In early European trading on Thursday, NZD/USD was still hovering around 0.6065-70, recording its first rise in three days. The upbeat inflation signal from the New York Reserve Bank’s survey the day before supported the currency pair’s rise, while preparing for the release of the U.S. July consumer price index (CPI) at 20:30 tonight.
The Reserve Bank of New Zealand (RBNZ) released mixed inflation forecasts for the third quarter (Q3) of 2023, with the two-year inflation forecast inching up to 2.83% from 2.79% previously. However, average one-year inflation expectations for New Zealand in 2023 fell further, to 4.17% in the third quarter from 4.28% previously.
On the other hand, based on early signals that flashed last week, US inflation data may be softer, coupled with the market preparing for a hawkish surprise from the Reserve Bank of New Zealand at its monetary policy meeting next week, which will push NZD/USD prices higher.
In addition, the recent downbeat MBA mortgage applications fell for the third consecutive week, also testing the dollar bulls, especially against the backdrop of increasing rumors of the Fed’s policy shift, which in turn provided support for the New Zealand dollar price. It should be noted that the CME Group’s FedWatch tool shows that the market is pricing in an 86% probability that the Fed will pause rate hikes in September.
Therefore, despite the tense Sino-US and Sino-UK relations, the trend of the currency pair also reflects the cautious optimism of the market sentiment. Nevertheless, the British “Financial Times” (FT) released news that British Prime Minister Sunak (Rishi Sunak) is weighing whether to follow the example of US President Joe Biden (Joe Biden) to limit foreign investment in China’s technology sector, including artificial intelligence, chips, etc. and quantum computing. According to Reuters, the move comes after U.S. President Joe Biden signed the highly anticipated bill allowing the U.S. Treasury Department to ban or limit certain U.S. investments in Chinese entities.

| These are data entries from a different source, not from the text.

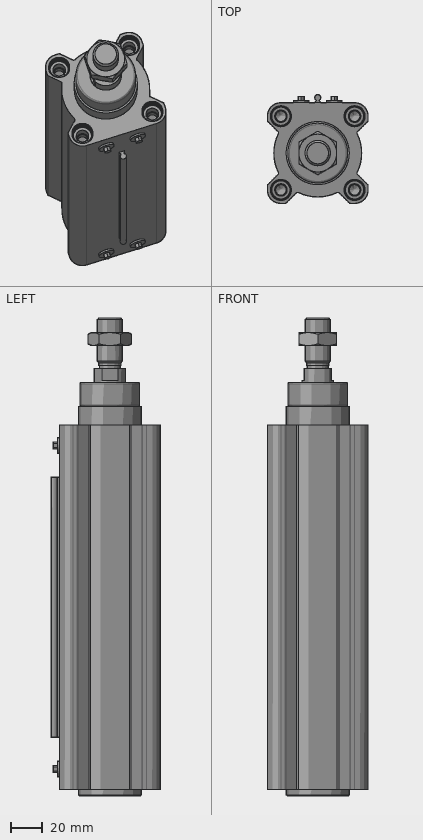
import cadquery as cq
import math

total_height = 302.8
rear_spigot_height = 4.2
barrel_length = 230.7
barrel_top = rear_spigot_height + barrel_length
barrel_middle = rear_spigot_height + barrel_length / 2
front_spigot_top = 246.8
wiper_cap_top = 262.0

barrel_width = 64.0
half_width = barrel_width / 2
bolt_offset = 23.3
corner_radius = half_width - bolt_offset
lobe_flat_end = 20.3
lobe_foot = 13.3
lobe_edge_fillet = 1.0
core_radius = 28.0
foot_offset = half_width - (lobe_flat_end - lobe_foot)
core_meeting = math.sqrt(core_radius**2 - foot_offset**2)

spigot_diameter = 40.0
cap_diameter = 38.0
spigot_chamfer = 1.0
cap_fillet = 1.0

recess_diameter = 13.3
recess_depth = 1.8
seat_diameter = 12.0
seat_depth = 3.5
socket_diameter = 11.5
socket_depth = 5.5
thread_diameter = 8.0
thread_depth = 12.0
drill_diameter = 6.7
drill_depth = 16.7
drill_tip_angle = 118.0

rail_diameter = 4.0
rail_length = 164.7
overall_depth = 69.0
rail_tip = overall_depth - half_width
rail_neck = 2.0
rail_base_width = 4.0
rail_flare_height = 1.2

screw_spacing_x = 21.0
screw_spacing_z = 204.7
screw_flange_diameter = 10.0
screw_flange_height = 1.2
screw_head_across_corners = 4.5
screw_head_height = 4.0

collar_diameter = 20.0
collar_top = 270.7
flats_bottom = 263.0
flats_width = 17.3
thread_rod_diameter = 16.0
undercut_diameter = 13.3
undercut_top = 272.5
neck_diameter = 14.2
neck_top = 274.3
rod_thread_bottom = 275.5
tip_chamfer = 1.2

nut_across_flats = 24.0
nut_bottom = 285.2
nut_height = 8.2
nut_chamfer_angle = 30.0

hexagon_sides = 6


def cylinder(diameter, bottom, top):
    """Round bar on the Z axis between two heights."""
    return cq.Workplane("XY").workplane(offset=bottom).circle(diameter / 2).extrude(top - bottom)


def barrel_profile():
    """Round core with a lobe at each corner; the +Y side is closed by one flat."""
    w, b, e, f, c = half_width, bolt_offset, lobe_flat_end, lobe_foot, foot_offset
    m = core_meeting
    r = core_radius
    d = bolt_offset + corner_radius * math.sqrt(0.5)
    return (
        cq.Workplane("XY").workplane(offset=rear_spigot_height)
        .moveTo(-b, w).lineTo(b, w).threePointArc((d, d), (w, b))
        .lineTo(w, e).lineTo(c, f).lineTo(c, m).threePointArc((r, 0), (c, -m))
        .lineTo(c, -f).lineTo(w, -e).lineTo(w, -b).threePointArc((d, -d), (b, -w))
        .lineTo(e, -w).lineTo(f, -c).lineTo(m, -c).threePointArc((0, -r), (-m, -c))
        .lineTo(-f, -c).lineTo(-e, -w).lineTo(-b, -w).threePointArc((-d, -d), (-w, -b))
        .lineTo(-w, -e).lineTo(-c, -f).lineTo(-c, -m).threePointArc((-r, 0), (-c, m))
        .lineTo(-c, f).lineTo(-w, e).lineTo(-w, b).threePointArc((-d, d), (-b, w))
        .close()
    )


def make_barrel():
    """Extruded profile with the sharp outer edge of each lobe flank rounded."""
    barrel = barrel_profile().extrude(barrel_length)
    flank_edges = []
    for side in (-1, 1):
        flank_edges += [
            (side * half_width, lobe_flat_end),
            (side * half_width, -lobe_flat_end),
            (side * lobe_flat_end, -half_width),
        ]
    for x, y in flank_edges:
        edge = cq.selectors.NearestToPointSelector((x, y, barrel_middle))
        barrel = barrel.edges(edge).fillet(lobe_edge_fillet)
    return barrel


def corner_hole(x, y):
    """Stepped blind hole with a drill point, sunk from the barrel top at one corner."""
    steps = [
        (recess_diameter, recess_depth),
        (seat_diameter, seat_depth),
        (socket_diameter, socket_depth),
        (thread_diameter, thread_depth),
        (drill_diameter, drill_depth),
    ]
    tip_depth = drill_depth + drill_diameter / 2 / math.tan(math.radians(drill_tip_angle / 2))
    outline = cq.Workplane("XZ").moveTo(0, 0)
    upper_floor = 0
    for diameter, depth in steps:
        outline = outline.lineTo(diameter / 2, -upper_floor).lineTo(diameter / 2, -depth)
        upper_floor = depth
    hole = outline.lineTo(0, -tip_depth).close().revolve(360, (0, 0, 0), (0, 1, 0))
    return hole.translate((x, y, barrel_top))


def sensor_rail():
    """Round rail on a narrow neck that flares into the +Y face."""
    bottom = barrel_middle - rail_length / 2
    centre = rail_tip - rail_diameter / 2
    bead = (cq.Workplane("XY").workplane(offset=bottom).center(0, centre)
            .circle(rail_diameter / 2).extrude(rail_length))
    neck = (
        cq.Workplane("XY").workplane(offset=bottom)
        .moveTo(-rail_base_width / 2, half_width)
        .lineTo(rail_base_width / 2, half_width)
        .lineTo(rail_neck / 2, half_width + rail_flare_height)
        .lineTo(rail_neck / 2, centre)
        .lineTo(-rail_neck / 2, centre)
        .lineTo(-rail_neck / 2, half_width + rail_flare_height)
        .close().extrude(rail_length)
    )
    return bead.union(neck)


def cushioning_screws():
    """Four flanged hexagon screws standing out of the +Y face, two at each end."""
    face = cq.Workplane("XZ", origin=(0, half_width, barrel_middle)).transformed(rotate=(0, 0, 90))
    seats = face.rarray(screw_spacing_z, screw_spacing_x, 2, 2)
    flanges = seats.circle(screw_flange_diameter / 2).extrude(-screw_flange_height)
    heads = seats.polygon(hexagon_sides, screw_head_across_corners).extrude(-screw_head_height)
    return flanges.union(heads)


def make_housing():
    """Barrel with both spigots, wiper cap, sensor rail, screws and corner holes."""
    rear = cylinder(spigot_diameter, 0, rear_spigot_height).faces("<Z").chamfer(spigot_chamfer)
    front = cylinder(spigot_diameter, barrel_top, front_spigot_top)
    cap = cylinder(cap_diameter, front_spigot_top, wiper_cap_top).edges().fillet(cap_fillet)
    housing = make_barrel().union(rear).union(front).union(cap)
    housing = housing.union(sensor_rail()).union(cushioning_screws())
    for x in (-bolt_offset, bolt_offset):
        for y in (-bolt_offset, bolt_offset):
            housing = housing.cut(corner_hole(x, y))
    return housing


def make_rod():
    """Piston rod: flatted collar, undercut and threaded end."""
    collar = cylinder(collar_diameter, wiper_cap_top, collar_top)
    collar_flats = (cq.Workplane("XY").workplane(offset=flats_bottom)
                    .rect(flats_width, collar_diameter).extrude(collar_top - flats_bottom))
    collar = collar.intersect(collar_flats.union(cylinder(collar_diameter, wiper_cap_top, flats_bottom)))
    shank = (
        cq.Workplane("XZ")
        .moveTo(0, collar_top)
        .lineTo(undercut_diameter / 2, collar_top)
        .lineTo(undercut_diameter / 2, undercut_top)
        .lineTo(neck_diameter / 2, undercut_top)
        .lineTo(neck_diameter / 2, neck_top)
        .lineTo(thread_rod_diameter / 2, rod_thread_bottom)
        .lineTo(thread_rod_diameter / 2, total_height - tip_chamfer)
        .lineTo(thread_rod_diameter / 2 - tip_chamfer, total_height)
        .lineTo(0, total_height)
        .close()
        .revolve(360, (0, 0, 0), (0, 1, 0))
    )
    return collar.union(shank)


def make_nut():
    """Hexagon nut with flats facing +X and -X and chamfered corners."""
    corner_diameter = nut_across_flats / math.cos(math.pi / hexagon_sides)
    corner_overhang = (corner_diameter - nut_across_flats) / 2
    chamfer_height = corner_overhang * math.tan(math.radians(nut_chamfer_angle))
    hexagon = (cq.Workplane("XY").workplane(offset=nut_bottom).transformed(rotate=(0, 0, 180 / hexagon_sides))
               .polygon(hexagon_sides, corner_diameter).extrude(nut_height))
    blank = cylinder(corner_diameter, nut_bottom, nut_bottom + nut_height)
    blank = blank.faces("<Z or >Z").chamfer(chamfer_height, corner_overhang)
    return hexagon.intersect(blank).cut(cylinder(thread_rod_diameter, nut_bottom, nut_bottom + nut_height))


housing = make_housing()
rod = make_rod()
nut = make_nut()
result = cq.Compound.makeCompound([housing.val(), rod.val(), nut.val()])

Against this backdrop, S&P 500 futures edged higher despite a poor close on Wall Street, while U.S. Treasury yields pared weekly losses.
Today’s US CPI is key as recent US jobs data has been lackluster and early signals of price pressures have disappointed. Thus, an upbeat outcome could shatter fears that Fed rates are nearing a peak and could wake up the pair’s bears.
Failure to close below the June bottom at 0.6050, combined with an oversold RSI, will trigger a rebound correction in NZD/USD. However, the bulls are still on the sidelines, unless it breaks the falling resistance line around 0.6135 a month ago.